\documentstyle[prl,aps]{revtex}
\begin{document}
%\preprint{hep-ph/0301yyy}
\draft
\title{Numerical evaluation of a two loop diagram in the cut off
regularization\footnote{Work supported in part by the National
Nature Science Foundation of China under Grant No.0 and
10205004.}}
\author{Ji-Feng Yang, Jie Zhou\footnote{Graduate student.} and
Chen Wu\footnote{Graduate student. }}
\address{Department of Physics, ECNU, Shanghai, 200062, China}

%\date{}
\maketitle

\begin{abstract}
The sunset diagram of $\lambda\phi^4$ theory is evaluated
numerically in cutoff scheme and a nonzero finite term (in
accordance with dimensional regularization (DR) result) is found
in contrast to published calculations.
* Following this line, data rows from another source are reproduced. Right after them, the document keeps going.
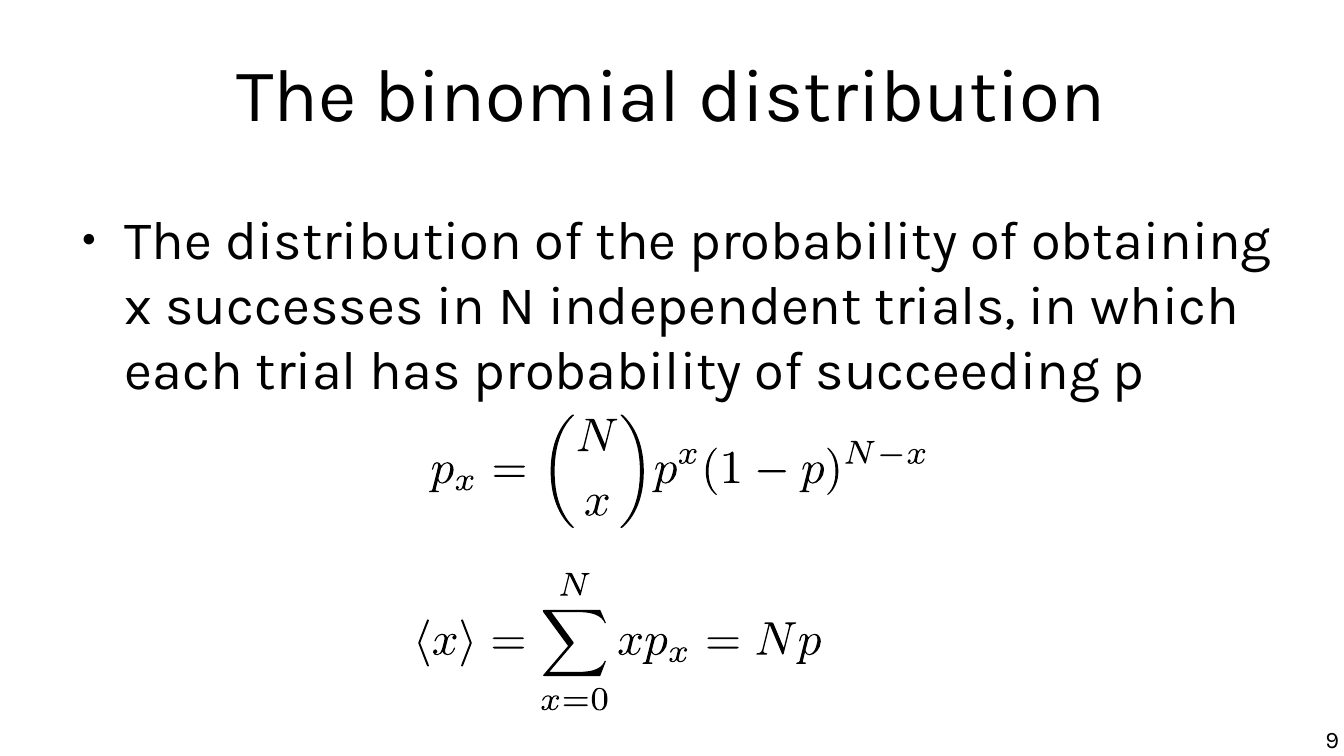
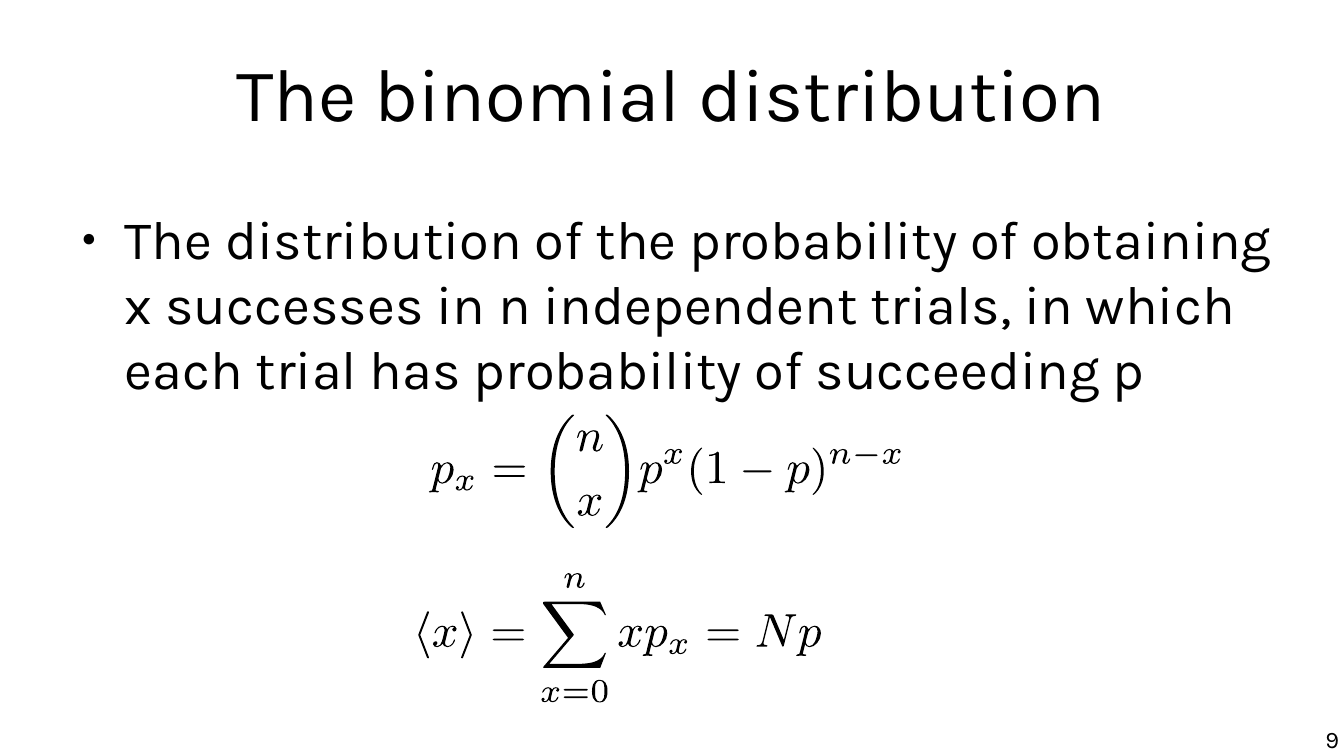
Before and after one commit to chatox/networks-science-course, a slide deck: slide 9 of theory/tt03_random_networks.odp. Drawn at 1344x756 pixels with LibreOffice and Linux fonts; fonts in the diff are those of the drawing. Boxes give left, top, right and bottom in pixels: in the first picture for what was removed or moved away, otherwise in the second. Text is boxed around its words. In the diff, an @@ line names an element or a change of style, - is before the commit and + after.

```diff
--- a/theory/tt03_random_networks.odp
+++ b/theory/tt03_random_networks.odp
@@ text at (x1=125, y1=221, x2=1271, y2=403): text changed @@
-● The distribution of the probability of obtaining x successes in N independent trials, in which each trial has probability of succeeding p
+● The distribution of the probability of obtaining x successes in n independent trials, in which each trial has probability of succeeding p
@@ freeform shape resized from (x1=578, y1=418, x2=618, y2=451) to (x1=577, y1=431, x2=602, y2=452) @@
@@ freeform shape resized from (x1=845, y1=441, x2=874, y2=465) to (x1=831, y1=449, x2=851, y2=463) @@
@@ freeform shape moved from (x1=907, y1=449, x2=926, y2=463) to (x1=883, y1=449, x2=901, y2=463) @@
@@ 8 freeform shapes moved together from (x1=621, y1=415, x2=838, y2=528) to (x1=606, y1=415, x2=823, y2=528) @@
@@ freeform shape moved from (x1=881, y1=455, x2=903, y2=456) to (x1=855, y1=455, x2=877, y2=456) @@
@@ freeform shape moved from (x1=585, y1=495, x2=609, y2=517) to (x1=578, y1=495, x2=601, y2=517) @@
@@ freeform shape resized from (x1=413, y1=573, x2=822, y2=710) to (x1=413, y1=573, x2=822, y2=701) @@
@@ freeform shape resized from (x1=560, y1=573, x2=589, y2=596) to (x1=565, y1=573, x2=585, y2=588) @@
@@ freeform shape moved from (x1=756, y1=622, x2=796, y2=655) to (x1=756, y1=615, x2=796, y2=648) @@
@@ 12 freeform shapes moved together from (x1=418, y1=610, x2=821, y2=711) to (x1=418, y1=601, x2=821, y2=702) @@
@@ freeform shape moved from (x1=542, y1=695, x2=560, y2=710) to (x1=542, y1=688, x2=560, y2=702) @@
```
Also in this commit, not shown: 14 other slides changed, 1 slide added, 4 other files.
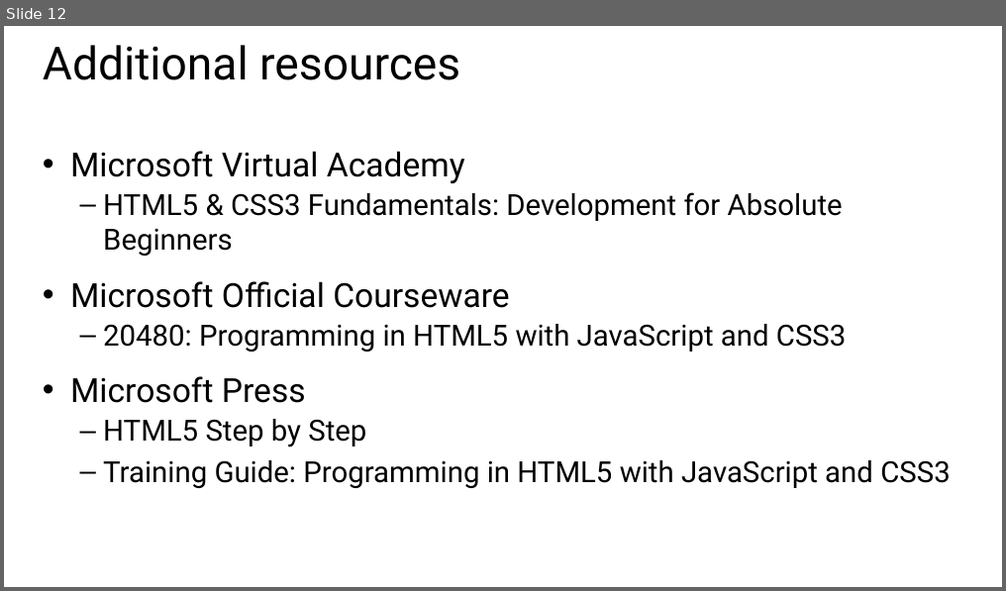
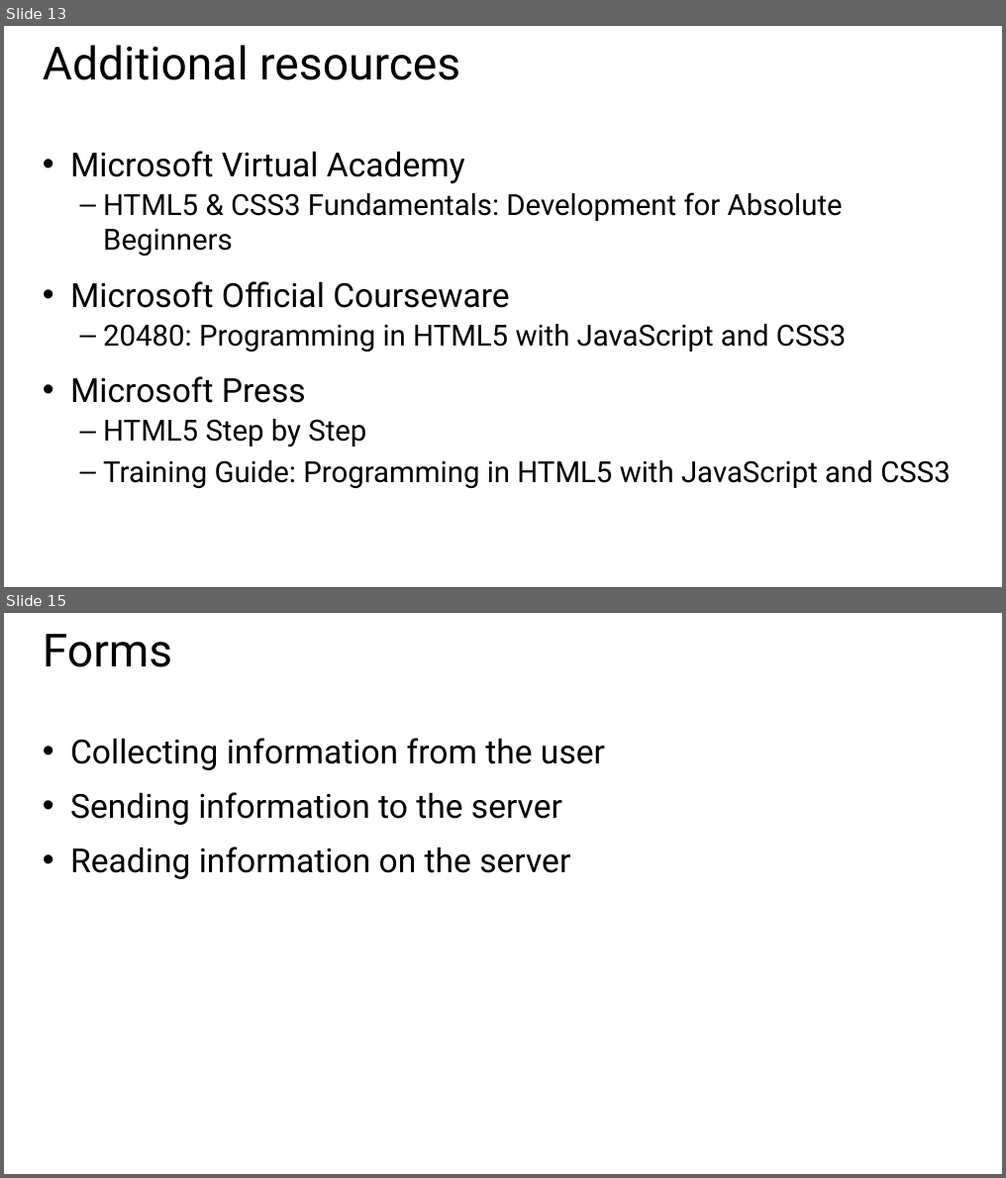
Before and after one commit to GeekTrainer/Flask, a slide deck: Slides/Module 3 - Creating an interface.pptx. Shown one above the other, each under a label of ours: slide 12 before the commit, slides 13 and 15 after it; the slides between them are not shown. The pictures are 1006x591 and 1006x1178 pixels, drawn with LibreOffice and Linux fonts; fonts in the diff are those of the drawing. Boxes give left, top, right and bottom in pixels: in the first picture for what was removed or moved away, otherwise in the second. Text is boxed around its words. In the diff, an @@ line names an element or a change of style, - is before the commit and + after.

```diff
--- a/Slides/Module 3 - Creating an interface.pptx
+++ b/Slides/Module 3 - Creating an interface.pptx
@@ slide 15 added at <box>4,613,1002,1174</box>, background #FFFFFF @@
@@ title added at <box>43,634,172,667</box>, 44 pt, text #000000 @@
+Forms
@@ text added at <box>70,738,605,879</box>, 32 pt, text #000000 @@
+• Collecting information from the user
+• Sending information to the server
+• Reading information on the server
@@ what was slide 12 is now slide 13 @@
```
Also in this commit, not shown: 1 slide changed, 14 other slides added, 3 other files.
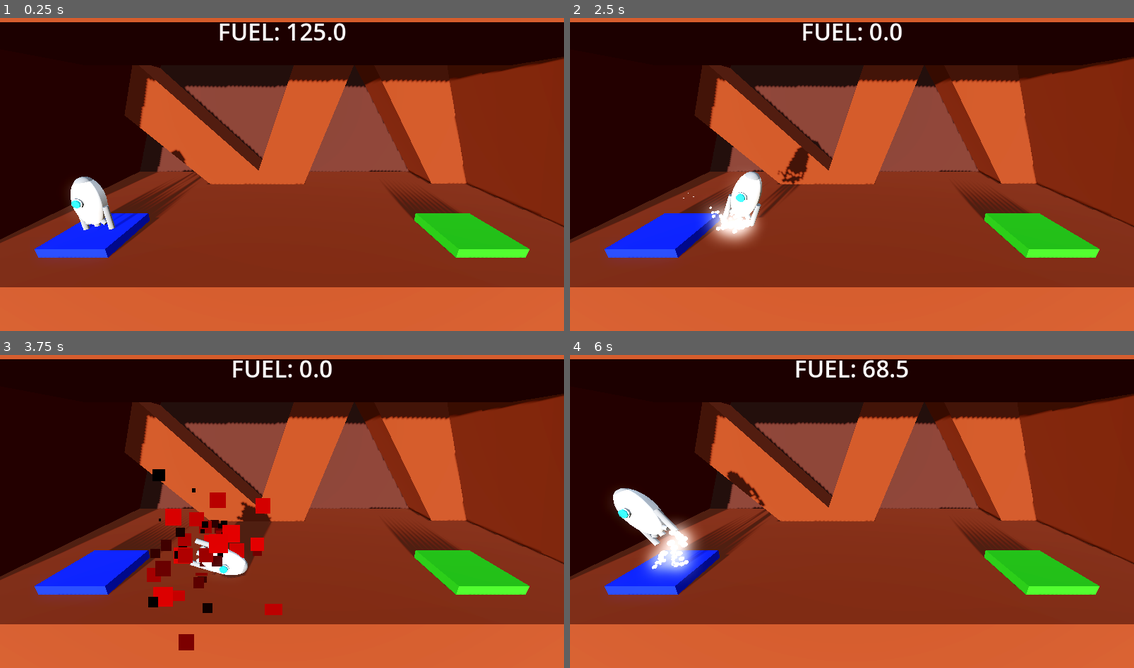
Above: before the commit, frames 1-4 (two rows, left to right).
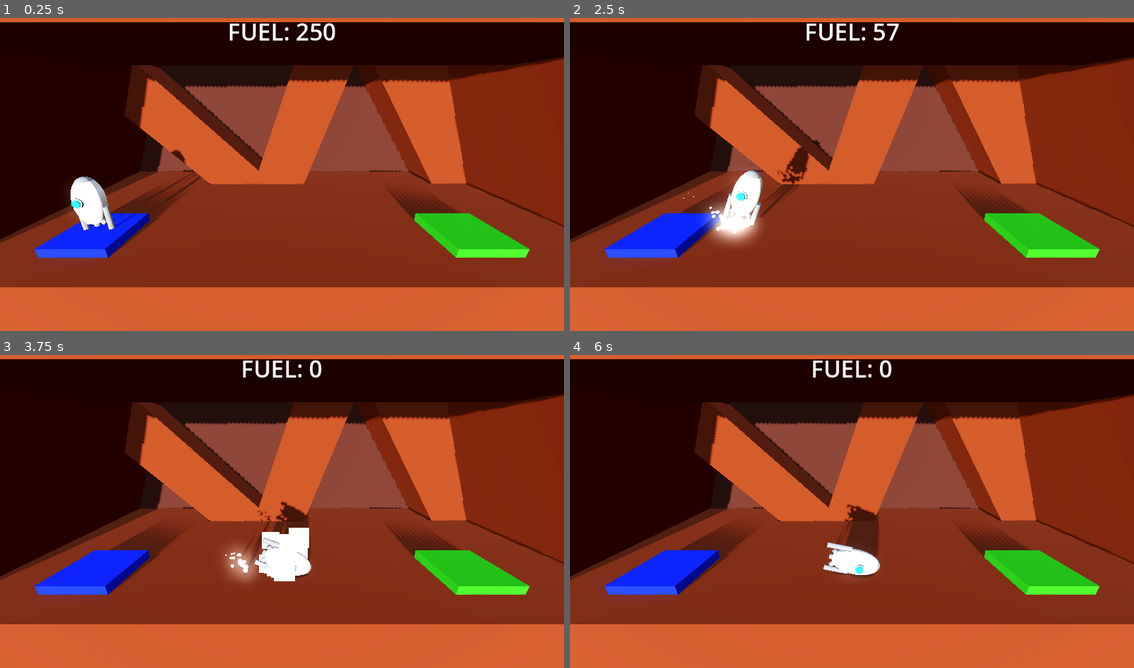
Above: after the commit, the same moments.

Repository: SearedBacon/ProjectB0ost
Game: Godot game, scene res://Levels/level.tscn
Same seed, same stepped clock (60 frames per second), same inputs: the game is played once before the commit and once after it.
Inputs:
- Up to frame 1 (0.25 s): no input
- Up to frame 2 (2.5 s): hold D (rotate_right) 0.53-1.28 s; hold Space (boost) 0.53-1.28 s; hold A (rotate_left) 1.28-2.03 s; tap Space (boost) at 1.35 s; hold D (rotate_right) from 2.03 s (still down); hold Space (boost) from 2.03 s (still down)
- Up to frame 3 (3.75 s): release Space (boost) at 2.78 s; tap Space (boost) at 2.85 s; release D (rotate_right) at 3.53 s; hold A (rotate_left) from 3.53 s (still down); hold Space (boost) from 3.53 s (still down)
- Up to frame 4 (6 s): release Space (boost) at 4.28 s; tap Space (boost) at 4.35, 5.85 s; hold Space (boost) 5.03-5.78 s; release A (rotate_left) at 5.78 s; hold D (rotate_right) from 5.78 s (still down)

The runs differ from the first frame. In frame 1, 0.7% of the frame differs, in the area x 38-62%, y 1-8%; in frame 2, 0.7%; in frame 3, 6.4%, in the area x 26-59%, y 1-95%; in frame 4, 4.7%.

Commit message:
fixed side booster

Diff:
--- a/Levels/level.tscn
+++ b/Levels/level.tscn
@@ -37,4 +37,4 @@
 
 [node name="Player" parent="." instance=ExtResource("1_s41d2")]
 transform = Transform3D(1, 0, 0, 0, 1, 0, 0, 0, 1, -7.5, 1.4195044, 0)
-starting_fuel = 125
+starting_fuel = 250
--- a/Levels/level_2.tscn
+++ b/Levels/level_2.tscn
@@ -51,7 +51,7 @@
 
 [node name="Player" parent="." instance=ExtResource("2_arsda")]
 transform = Transform3D(1, 0, 0, 0, 1, 0, 0, 0, 1, -7.5, 1.4195044, 0)
-starting_fuel = 150
+starting_fuel = 200
 
 [node name="Floor3" parent="." instance=ExtResource("3_arsda")]
 transform = Transform3D(1, 0, 0, 0, 1, 0, 0, 0, 1, 0, -3.975154, 0)
--- a/Levels/level_3.tscn
+++ b/Levels/level_3.tscn
@@ -63,7 +63,7 @@
 
 [node name="Player" parent="." instance=ExtResource("2_ej5lj")]
 transform = Transform3D(1, 0, 0, 0, 1, 0, 0, 0, 1, -7.5, 1.4195044, 0)
-starting_fuel = 200
+starting_fuel = 400
 
 [node name="Floor2" parent="." instance=ExtResource("3_ej5lj")]
 transform = Transform3D(1, 0, 0, 0, 1, 0, 0, 0, 1, 0, -4.0189033, 0)
--- a/Levels/level_4.tscn
+++ b/Levels/level_4.tscn
@@ -55,7 +55,7 @@
 
 [node name="Player" parent="." instance=ExtResource("2_nsqb1")]
 transform = Transform3D(1, 0, 0, 0, 1, 0, 0, 0, 1, -7.5, 1.4195044, 0)
-starting_fuel = 150
+starting_fuel = 300
 
 [node name="MovingObstacle" parent="." instance=ExtResource("3_nsqb1")]
 
--- a/Player/player.gd
+++ b/Player/player.gd
@@ -15,7 +15,7 @@
 @export var starting_fuel:=100
 var yes:=0
 var ui: CanvasLayer
-var fuel:float:
+var fuel:int:
 	set(new_fuel):
 		fuel=new_fuel
 		ui.update_fuel(new_fuel)
@@ -37,18 +37,18 @@
 			main_booster.emitting=false
 
 		if Input.is_action_pressed("rotate_left"):
-			apply_torque(Vector3(0.0,0.0,delta*torque))
-			if fuel>0:
+			if fuel>0.5:
+				apply_torque(Vector3(0.0,0.0,delta*torque))
 				fuel-=0.5
-			right_turn.emitting=true
+				right_turn.emitting=true
 		else:
 			right_turn.emitting=false
 
 		if Input.is_action_pressed("rotate_right"):
-			apply_torque(Vector3(0.0,0.0,-delta*torque))
-			if fuel>0:
+			if fuel>0.5:
+				apply_torque(Vector3(0.0,0.0,-delta*torque))
 				fuel-=0.5
-			left_turn.emitting=true
+				left_turn.emitting=true
 		else:
 			left_turn.emitting=false

This finding dramatically
reduces the critical couplings for symmetry breaking in the two
loop effective potential discussed in our previous work.
\end{abstract}

\section{Introduction}
Dimensional regularization\cite{DR} has become an efficient
regularization scheme for theoretical calculations in high energy
physics. It makes analytical results more available, and its gauge
invariance almost decisively defeated the other schemes (say
cutoff scheme) in QCD and other gauge theories.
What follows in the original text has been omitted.